Tout le monde aime jouer, non? Alors, avant de commencer la lecture de cet article, je t’invite à jouer avec moi! Tu es prêt? Prend une petite seconde pour regarder l’étiquette de ton chandail, ton pantalon ou même de tes sous-vêtements. Que vois-tu?

Où se cache le “made in Quebec”

-Chine ? -Bangladesh ? -USA ?

Si tu es curieux, je t'invite même à aller vérifier dans ta garde-robe! Moi, j’y ai trouvé beaucoup de «made in china».

J’avais moi-même fait cette activité lors d’une soirée-conférence organisée par Cataléthique où la question avait été lancée par Laure Waridel. La conclusion était la même ce soir-là. Nos vêtements, pour la plupart, ne viennent pas du Québec. Pourtant, est-ce que cela veut dire que l’industrie du vêtement est morte au Québec?

Dès demain, nous aurons la chance d’assister à la première soirée cocktail-conférence Cataléthique de la saison 2016-2017. J’ai eu la chance de poser quelques questions à Kibamba Nimon l’organisatrice de cette soirée. Mon point de vue: ça s’annonce très intéressant! Les acteurs influents de l’industrie québécoise du vêtement et de la mode sont invités pour discuter des défis de la production locale et durable du vêtement.
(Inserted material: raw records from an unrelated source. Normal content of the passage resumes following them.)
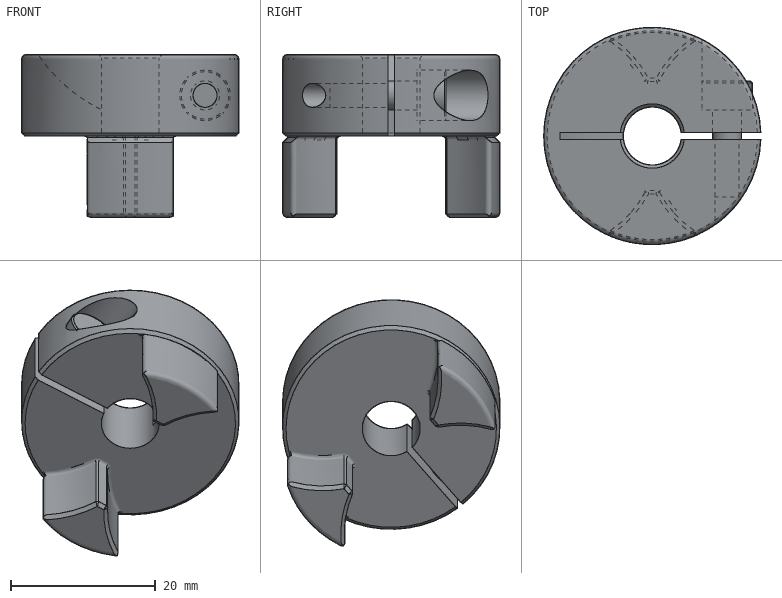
import cadquery as cq
import math

hub_radius = 15.0
hub_height = 11.28
overall_height = 22.5
rim_round = 0.7
hub_bottom_chamfer = 0.48
bore_radius = 4.0
bore_chamfer = 0.45

slot_width = 0.95
saw_radius = 22.5
saw_start_x = -12.75
saw_entry_angle = math.radians(56.0)

jaw_width = 13.02
jaw_inner_width = 1.68
jaw_inner_y = 7.5
flank_radius = 15.0
flank_corner_round = 0.5
inner_corner_chamfer = 0.2
jaw_end_chamfer = 0.5
root_fillet = 0.5
neck_height = 0.15

screw_x = 10.32
screw_z = -hub_height / 2
head_radius = 3.48
head_top_y = 7.55
head_length = 4.0
head_chamfer = 0.2
shank_radius = 2.0
thread_radius = 1.65
under_head_length = 12.0
head_seat_y = head_top_y - head_length
tip_y = head_seat_y - under_head_length


def make_disc():
    """Disc with a rounded top rim, a chamfered bottom rim and a chamfered bore mouth."""
    profile = (
        cq.Workplane("XZ")
        .moveTo(bore_radius, -hub_height)
        .lineTo(hub_radius - hub_bottom_chamfer, -hub_height)
        .lineTo(hub_radius, -hub_height + hub_bottom_chamfer)
        .lineTo(hub_radius, -rim_round)
        .radiusArc((hub_radius - rim_round, 0), -rim_round)
        .lineTo(bore_radius + bore_chamfer, 0)
        .lineTo(bore_radius, -bore_chamfer)
        .close()
    )
    return profile.revolve(360, (0, 0, 0), (0, 1, 0))


def make_jaw_envelope():
    """Turned shape around both jaws: bevelled near the hub, rounded at the free end."""
    neck_radius = hub_radius - rim_round
    bevel_top = -hub_height - neck_height
    profile = (
        cq.Workplane("XZ")
        .moveTo(0, -overall_height)
        .lineTo(neck_radius, -overall_height)
        .radiusArc((hub_radius, -overall_height + rim_round), -rim_round)
        .lineTo(hub_radius, bevel_top - rim_round)
        .lineTo(neck_radius, bevel_top)
        .lineTo(neck_radius, -hub_height)
        .lineTo(0, -hub_height)
        .close()
    )
    return profile.revolve(360, (0, 0, 0), (0, 1, 0))


def fillet_root(jaw):
    """Stand the jaw on a plate in the plane of the hub underside and round the inner corner there."""
    plate = cq.Workplane("XY", origin=(0, 0, -hub_height)).circle(2 * hub_radius).extrude(root_fillet)
    root_edges = cq.selectors.BoxSelector(
        (-hub_radius, -hub_radius, -hub_height - root_fillet / 2),
        (hub_radius, -jaw_inner_y / 2, -hub_height + root_fillet / 2),
    )
    return plate.union(jaw).edges(root_edges).fillet(root_fillet)


def make_jaw():
    """Jaw on the -Y side, with concave flanks that widen outwards."""
    outer_half = jaw_width / 2
    inner_half = jaw_inner_width / 2
    outer_y = -math.sqrt(hub_radius**2 - outer_half**2)
    jaw = (
        cq.Workplane("XY", origin=(0, 0, -overall_height))
        .moveTo(-outer_half, outer_y)
        .radiusArc((-inner_half, -jaw_inner_y), -flank_radius)
        .lineTo(inner_half, -jaw_inner_y)
        .radiusArc((outer_half, outer_y), -flank_radius)
        .threePointArc((0, -hub_radius), (-outer_half, outer_y))
        .close()
        .extrude(overall_height - hub_height)
    )
    jaw = jaw.edges("|Z").edges(">Y").chamfer(inner_corner_chamfer)
    jaw = jaw.faces("<Z").edges("not <Y").chamfer(jaw_end_chamfer)
    jaw = jaw.edges("|Z").edges("<Y").fillet(flank_corner_round)
    return fillet_root(jaw).intersect(make_jaw_envelope())


def make_saw_slot():
    """Slot open towards +X, ending towards -X in a circular saw run-out."""
    saw_x = saw_start_x + saw_radius * math.sin(saw_entry_angle)
    saw_z = saw_radius * math.cos(saw_entry_angle)
    run_out = (
        cq.Workplane("XZ", origin=(0, slot_width / 2, 0))
        .center(saw_x, saw_z)
        .circle(saw_radius)
        .extrude(slot_width)
    )
    through_cut = (
        cq.Workplane("XY", origin=(0, 0, -hub_height))
        .box(hub_radius, slot_width, hub_height, centered=(False, True, False))
    )
    return run_out.union(through_cut)


def screw_cylinder(radius, start_y, end_y):
    """Cylinder on the screw axis, running towards -Y from start_y to end_y."""
    section = cq.Workplane("XZ", origin=(screw_x, start_y, screw_z)).circle(radius)
    return section.extrude(start_y - end_y)


def make_hub():
    """Disc and two jaws as one body, cut by the slot and the stepped screw hole."""
    hub = make_disc()
    jaw = make_jaw()
    for angle in (0, 180):
        hub = hub.union(jaw.rotate((0, 0, 0), (0, 0, 1), angle))
    hub = hub.cut(make_saw_slot())
    hub = hub.cut(screw_cylinder(head_radius, hub_radius, head_seat_y))
    hub = hub.cut(screw_cylinder(shank_radius, head_seat_y, 0))
    return hub.cut(screw_cylinder(thread_radius, 0, -hub_radius))


def make_screw():
    """Cap screw whose shank crosses the slot into the narrower threaded half."""
    head = screw_cylinder(head_radius, head_top_y, head_seat_y).faces(">Y").chamfer(head_chamfer)
    shank = screw_cylinder(shank_radius, head_seat_y, -slot_width / 2)
    thread = screw_cylinder(thread_radius, -slot_width / 2, tip_y)
    return head.union(shank).union(thread)


hub = make_hub()
screw = make_screw()
result = cq.Compound.makeCompound([hub.solids().val(), screw.solids().val()])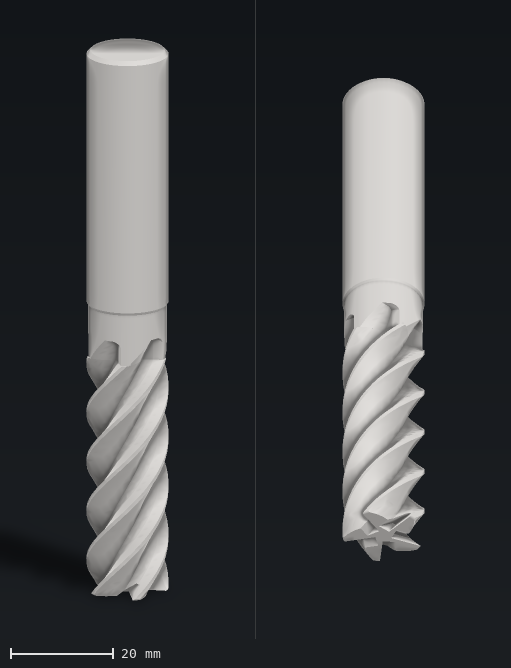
import cadquery as cq
import math

TOTAL_LENGTH = 110.0
SHANK_DIAMETER = 16.0
SHANK_TOP_CHAMFER = 0.8
SHANK_BOTTOM_Z = 58.7
NECK_DIAMETER = 15.3
NECK_TOP_Z = 58.2

CUTTER_DIAMETER = 16.0
CUTTER_LENGTH = 47.8
CORE_RADIUS = 4.4

TOOTH_COUNT = 5
HELIX_ANGLE = 45.0
FIRST_EDGE_ANGLE = 255.0
FLUTE_BOTTOM_AHEAD = 23.0
HOLLOW_END_RADIUS = 6.0
HOLLOW_END_AHEAD = 8.0
HOLLOW_MID_RADIUS = 4.8
HOLLOW_MID_AHEAD = 15.0
MARGIN_BEHIND = 7.0
BACK_MID_RADIUS = 6.0
BACK_MID_BEHIND = 27.0

RUNOUT_HEIGHT = 4.8
RUNOUT_CORNER_RADIUS = 2.0

CORNER_RADIUS = 0.4
GASH_DEPTH = 2.8
GASH_AHEAD = 2.6
GASH_BEHIND = 1.6
GASH_FLOOR_WIDTH = 0.7
GASH_INNER_RADIUS = 1.6

SHANK_RADIUS = SHANK_DIAMETER / 2
NECK_RADIUS = NECK_DIAMETER / 2
CUTTER_RADIUS = CUTTER_DIAMETER / 2
CLEAR_RADIUS = CUTTER_RADIUS + 1.1
ARC_MID_OFFSET = 1 - math.sqrt(0.5)
TOOTH_PITCH = 360.0 / TOOTH_COUNT
LEAD = math.pi * CUTTER_DIAMETER / math.tan(math.radians(HELIX_ANGLE))
TWIST_PER_LENGTH = 360.0 / LEAD
EDGE_ANGLES = [FIRST_EDGE_ANGLE + i * TOOTH_PITCH for i in range(TOOTH_COUNT)]
JOINT_TWIST = CUTTER_LENGTH * TWIST_PER_LENGTH


def polar(radius, angle):
    radians = math.radians(angle)
    return radius * math.cos(radians), radius * math.sin(radians)


def add_rake(outline, edge):
    """Flute bottom to cutting edge: a hollow, then the flat rake face."""
    outline = outline.threePointArc(
        polar(HOLLOW_MID_RADIUS, edge - HOLLOW_MID_AHEAD),
        polar(HOLLOW_END_RADIUS, edge - HOLLOW_END_AHEAD),
    )
    return outline.lineTo(*polar(CUTTER_RADIUS, edge))


def add_back(outline, edge):
    """Rear of the margin to the next flute bottom."""
    return outline.threePointArc(
        polar(BACK_MID_RADIUS, edge + BACK_MID_BEHIND),
        polar(CORE_RADIUS, edge + TOOTH_PITCH - FLUTE_BOTTOM_AHEAD),
    )


def tooth_section():
    """Whole cross-section of the cutter at its end face, counterclockwise."""
    outline = cq.Workplane("XY").moveTo(*polar(CORE_RADIUS, FIRST_EDGE_ANGLE - FLUTE_BOTTOM_AHEAD))
    for edge in EDGE_ANGLES:
        outline = add_rake(outline, edge)
        outline = outline.threePointArc(
            polar(CUTTER_RADIUS, edge + MARGIN_BEHIND / 2),
            polar(CUTTER_RADIUS, edge + MARGIN_BEHIND),
        )
        outline = add_back(outline, edge)
    return outline.close()


def flute_section(edge):
    """Open space of one flute, ahead of the given cutting edge."""
    margin_rear = edge - TOOTH_PITCH + MARGIN_BEHIND
    outline = cq.Workplane("XY", origin=(0, 0, CUTTER_LENGTH)).moveTo(*polar(CUTTER_RADIUS, margin_rear))
    outline = add_rake(add_back(outline, edge - TOOTH_PITCH), edge)
    return outline.threePointArc(
        polar(CLEAR_RADIUS, (edge + margin_rear) / 2), polar(CUTTER_RADIUS, margin_rear)
    ).close()


def make_runout(edge):
    """End of one flute: helical on one side, upright on the other, rounded at the top."""
    twisted = flute_section(edge).twistExtrude(RUNOUT_HEIGHT, RUNOUT_HEIGHT * TWIST_PER_LENGTH)
    upright = flute_section(edge).extrude(RUNOUT_HEIGHT)
    round_offset = RUNOUT_CORNER_RADIUS * ARC_MID_OFFSET
    envelope = (
        cq.Workplane("YZ", origin=(0, 0, CUTTER_LENGTH))
        .lineTo(0, RUNOUT_HEIGHT - RUNOUT_CORNER_RADIUS)
        .threePointArc(
            (-round_offset, RUNOUT_HEIGHT - round_offset), (-RUNOUT_CORNER_RADIUS, RUNOUT_HEIGHT)
        )
        .lineTo(-2 * CUTTER_RADIUS, RUNOUT_HEIGHT)
        .lineTo(-2 * CUTTER_RADIUS, 0)
        .close()
        .extrude(CLEAR_RADIUS)
        .rotate((0, 0, 0), (0, 0, 1), edge)
    )
    return twisted.intersect(upright).intersect(envelope)


def make_shank():
    shank = (
        cq.Workplane("XZ")
        .moveTo(0, CUTTER_LENGTH)
        .lineTo(NECK_RADIUS, CUTTER_LENGTH)
        .lineTo(NECK_RADIUS, NECK_TOP_Z)
        .lineTo(SHANK_RADIUS, SHANK_BOTTOM_Z)
        .lineTo(SHANK_RADIUS, TOTAL_LENGTH - SHANK_TOP_CHAMFER)
        .lineTo(SHANK_RADIUS - SHANK_TOP_CHAMFER, TOTAL_LENGTH)
        .lineTo(0, TOTAL_LENGTH)
        .close()
        .revolve()
    )
    for edge in EDGE_ANGLES:
        shank = shank.cut(make_runout(edge + JOINT_TWIST))
    return shank


def make_corner_ring():
    """Material outside the rounded corners of the end teeth."""
    round_offset = CORNER_RADIUS * ARC_MID_OFFSET
    return (
        cq.Workplane("XZ")
        .moveTo(CUTTER_RADIUS - CORNER_RADIUS, 0)
        .lineTo(CLEAR_RADIUS, 0)
        .lineTo(CLEAR_RADIUS, CORNER_RADIUS)
        .lineTo(CUTTER_RADIUS, CORNER_RADIUS)
        .threePointArc(
            (CUTTER_RADIUS - round_offset, round_offset), (CUTTER_RADIUS - CORNER_RADIUS, 0)
        )
        .close()
        .revolve()
    )


def make_gash(edge):
    """Narrow-floored notch in the end face, undercutting one cutting edge along the helix."""
    return (
        cq.Workplane("YZ", origin=(GASH_INNER_RADIUS, 0, 0))
        .lineTo(GASH_BEHIND, GASH_DEPTH)
        .lineTo(GASH_BEHIND - GASH_FLOOR_WIDTH, GASH_DEPTH)
        .lineTo(-GASH_AHEAD, 0)
        .close()
        .extrude(CLEAR_RADIUS - GASH_INNER_RADIUS)
        .rotate((0, 0, 0), (0, 0, 1), edge)
    )


def make_cutter():
    cutter = tooth_section().twistExtrude(CUTTER_LENGTH, JOINT_TWIST)
    cutter = cutter.cut(make_corner_ring())
    for edge in EDGE_ANGLES:
        cutter = cutter.cut(make_gash(edge))
    return cutter


shank = make_shank()
cutter = make_cutter()
result = cq.Compound.makeCompound([shank.solids().val(), cutter.solids().val()])

Pourquoi avoir choisi ce sujet: La mode locale (québécoise) et durable?

Justement, car on ne sait plus d’où viennent nos vêtements et qu’au fond, on n’est pas vraiment au courant, car on n’en parle pas assez! Kibamba souhaitait, en organisant cette soirée, inspirer les consommateurs et les autres secteurs d’activités à se poser les bonnes questions pour comprendre les défis et mettre en lumière les solutions existantes. Car oui, il existe bel et bien un marché du vêtement et de la mode au Québec, mais qui sont-ils et quels sont leurs enjeux?

Kibamba invite activement les jeunes de la relève et à l’ensemble des consommateurs (homme et femme) à venir poser des questions. Elle souhaite ouvrir la conversation pour que l’ensemble de la communauté puisse prendre part à cette discussion. Oui, on s’adresse également aux hommes, car souvent on peut croire que la mode n’est qu’un aspect visuel, mais au fond, au-delà de la passerelle, il existe un univers vaste. Une industrie et une économie. On ne souhaite pas mettre de l’avant “le spectacle”, mais bien le fondamental. On s’adresse à tout le monde puisque nous devons tous nous vêtir et nous souhaitons tous une économie plus prospère et durable.

Dans nos garde-robes

Par où on commence?

En souhaitant voir, à la fois sur les tablettes des magasins et dans nos propres garde-robes, des produits de marques locales et non seulement internationales.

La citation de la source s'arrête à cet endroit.